Chains of command
Sir: Matthew Lynn is correct to emphasise the economic dangers of deindustrialisation (‘Not made in Britain’, 25 January). But there are cultural dangers too. It’s now 40 years since Correlli Barnett and I made a television programme called Assembled in Britain, drawing attention to the alarming retreat of manufacturing. No recent government has respected, still less encouraged, manufacturing industry. The result is today’s mess.
What can you say about a civilisation that cannot produce the goods it needs, other than that civilisation loses integrity and pride? In 1944 Matthew King wrote a small classic called The Unwritten Laws of Engineering, pointing out that manufacturing civilisations were daily able to demonstrate the valuable relationship between effort and reward and that they were required to maintain respectful chains of command. Every MP should read this.

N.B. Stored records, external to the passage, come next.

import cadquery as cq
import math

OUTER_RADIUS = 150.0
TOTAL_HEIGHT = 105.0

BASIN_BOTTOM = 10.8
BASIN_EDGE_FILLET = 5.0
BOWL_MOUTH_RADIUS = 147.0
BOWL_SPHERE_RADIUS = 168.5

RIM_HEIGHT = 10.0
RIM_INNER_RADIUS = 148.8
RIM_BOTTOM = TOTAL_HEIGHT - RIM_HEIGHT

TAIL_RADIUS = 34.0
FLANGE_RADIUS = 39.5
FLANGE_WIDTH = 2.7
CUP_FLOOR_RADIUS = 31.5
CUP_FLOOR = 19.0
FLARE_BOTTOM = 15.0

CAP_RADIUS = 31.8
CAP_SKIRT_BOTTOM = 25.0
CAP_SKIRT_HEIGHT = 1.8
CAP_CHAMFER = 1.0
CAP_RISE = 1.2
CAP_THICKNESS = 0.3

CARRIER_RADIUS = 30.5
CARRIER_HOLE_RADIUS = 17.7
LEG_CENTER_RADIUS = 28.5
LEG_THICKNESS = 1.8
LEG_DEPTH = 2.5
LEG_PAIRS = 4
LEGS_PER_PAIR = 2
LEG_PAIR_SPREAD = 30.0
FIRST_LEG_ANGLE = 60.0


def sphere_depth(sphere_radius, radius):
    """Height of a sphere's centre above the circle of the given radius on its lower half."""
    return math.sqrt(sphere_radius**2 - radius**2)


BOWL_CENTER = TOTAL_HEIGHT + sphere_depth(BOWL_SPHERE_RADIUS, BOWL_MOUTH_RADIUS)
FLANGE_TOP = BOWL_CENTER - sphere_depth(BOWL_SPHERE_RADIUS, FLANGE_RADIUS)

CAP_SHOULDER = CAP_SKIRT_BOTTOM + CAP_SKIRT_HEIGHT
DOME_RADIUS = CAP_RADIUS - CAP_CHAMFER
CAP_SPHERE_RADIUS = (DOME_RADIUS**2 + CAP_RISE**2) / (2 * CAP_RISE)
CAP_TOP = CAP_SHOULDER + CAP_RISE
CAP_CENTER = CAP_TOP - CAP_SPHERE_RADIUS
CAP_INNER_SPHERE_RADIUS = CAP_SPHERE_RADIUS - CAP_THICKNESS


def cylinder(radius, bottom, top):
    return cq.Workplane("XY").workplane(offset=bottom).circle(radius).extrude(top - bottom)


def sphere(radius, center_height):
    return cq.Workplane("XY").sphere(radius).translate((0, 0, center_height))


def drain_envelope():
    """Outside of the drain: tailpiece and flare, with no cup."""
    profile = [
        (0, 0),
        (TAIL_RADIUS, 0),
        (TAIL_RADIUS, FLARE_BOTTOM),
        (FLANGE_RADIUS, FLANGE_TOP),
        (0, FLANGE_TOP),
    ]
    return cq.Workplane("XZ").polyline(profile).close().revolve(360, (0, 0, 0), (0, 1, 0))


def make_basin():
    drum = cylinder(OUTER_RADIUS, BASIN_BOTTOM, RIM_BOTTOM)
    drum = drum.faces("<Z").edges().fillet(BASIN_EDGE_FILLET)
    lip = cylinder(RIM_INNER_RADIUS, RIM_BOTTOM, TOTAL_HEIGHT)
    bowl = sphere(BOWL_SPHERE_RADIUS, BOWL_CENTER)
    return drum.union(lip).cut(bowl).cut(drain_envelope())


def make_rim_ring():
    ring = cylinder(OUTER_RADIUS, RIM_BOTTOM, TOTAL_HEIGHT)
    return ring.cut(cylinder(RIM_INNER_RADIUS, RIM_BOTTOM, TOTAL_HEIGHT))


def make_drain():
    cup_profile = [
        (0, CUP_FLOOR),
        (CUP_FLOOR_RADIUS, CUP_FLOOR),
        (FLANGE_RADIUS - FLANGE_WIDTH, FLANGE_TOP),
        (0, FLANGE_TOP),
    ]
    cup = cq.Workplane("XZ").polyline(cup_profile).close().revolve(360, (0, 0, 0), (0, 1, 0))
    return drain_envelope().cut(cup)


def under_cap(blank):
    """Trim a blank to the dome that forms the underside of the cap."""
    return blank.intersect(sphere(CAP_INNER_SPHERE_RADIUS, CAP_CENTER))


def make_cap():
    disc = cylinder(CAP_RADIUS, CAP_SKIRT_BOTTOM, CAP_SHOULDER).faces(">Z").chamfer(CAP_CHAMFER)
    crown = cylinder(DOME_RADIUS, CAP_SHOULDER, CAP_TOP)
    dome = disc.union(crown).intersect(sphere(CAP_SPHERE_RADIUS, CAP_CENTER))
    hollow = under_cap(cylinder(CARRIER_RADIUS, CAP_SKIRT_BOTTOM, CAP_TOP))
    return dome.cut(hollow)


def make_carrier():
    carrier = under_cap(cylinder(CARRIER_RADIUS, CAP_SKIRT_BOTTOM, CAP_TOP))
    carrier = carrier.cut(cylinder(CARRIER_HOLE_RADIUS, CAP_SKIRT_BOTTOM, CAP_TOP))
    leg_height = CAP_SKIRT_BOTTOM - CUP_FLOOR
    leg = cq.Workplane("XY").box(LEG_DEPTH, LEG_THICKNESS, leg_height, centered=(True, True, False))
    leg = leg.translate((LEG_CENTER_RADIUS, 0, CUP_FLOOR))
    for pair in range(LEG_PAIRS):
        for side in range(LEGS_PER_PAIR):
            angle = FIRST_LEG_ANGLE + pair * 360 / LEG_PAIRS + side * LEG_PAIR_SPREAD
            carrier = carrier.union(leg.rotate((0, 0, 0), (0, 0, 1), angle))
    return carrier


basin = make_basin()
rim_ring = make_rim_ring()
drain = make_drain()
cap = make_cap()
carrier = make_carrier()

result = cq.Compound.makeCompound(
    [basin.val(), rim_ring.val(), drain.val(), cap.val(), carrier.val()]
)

We have a lot to learn from factories, but maybe it really is too late. There aren’t many left.
Stephen Bayley
London SW8
Unconservative Tories
Sir: In his article on Pierre Poilievre (‘Crunch time’, 25 January), James Heale quotes one of the Canadian’s advisers as saying that the base of his party is ‘considerably more conservative’ than that of British Conservatives. This is wrong. The base of the British Conservative party is deeply conservative. The problem lay with the party’s MPs, who, time and time again, ignored their core supporters – resulting in record high taxes, uncontrolled immigration and financially ruinous ‘green’ policies. Some of them even conspired to overturn the result of the European Referendum.
This drift to the left was exacerbated by the David Cameron-style A-list imposed upon the local associations. The result of this so-called ‘modernisation’ can be seen both in the catastrophic 2024 general election result and in the rise of Reform.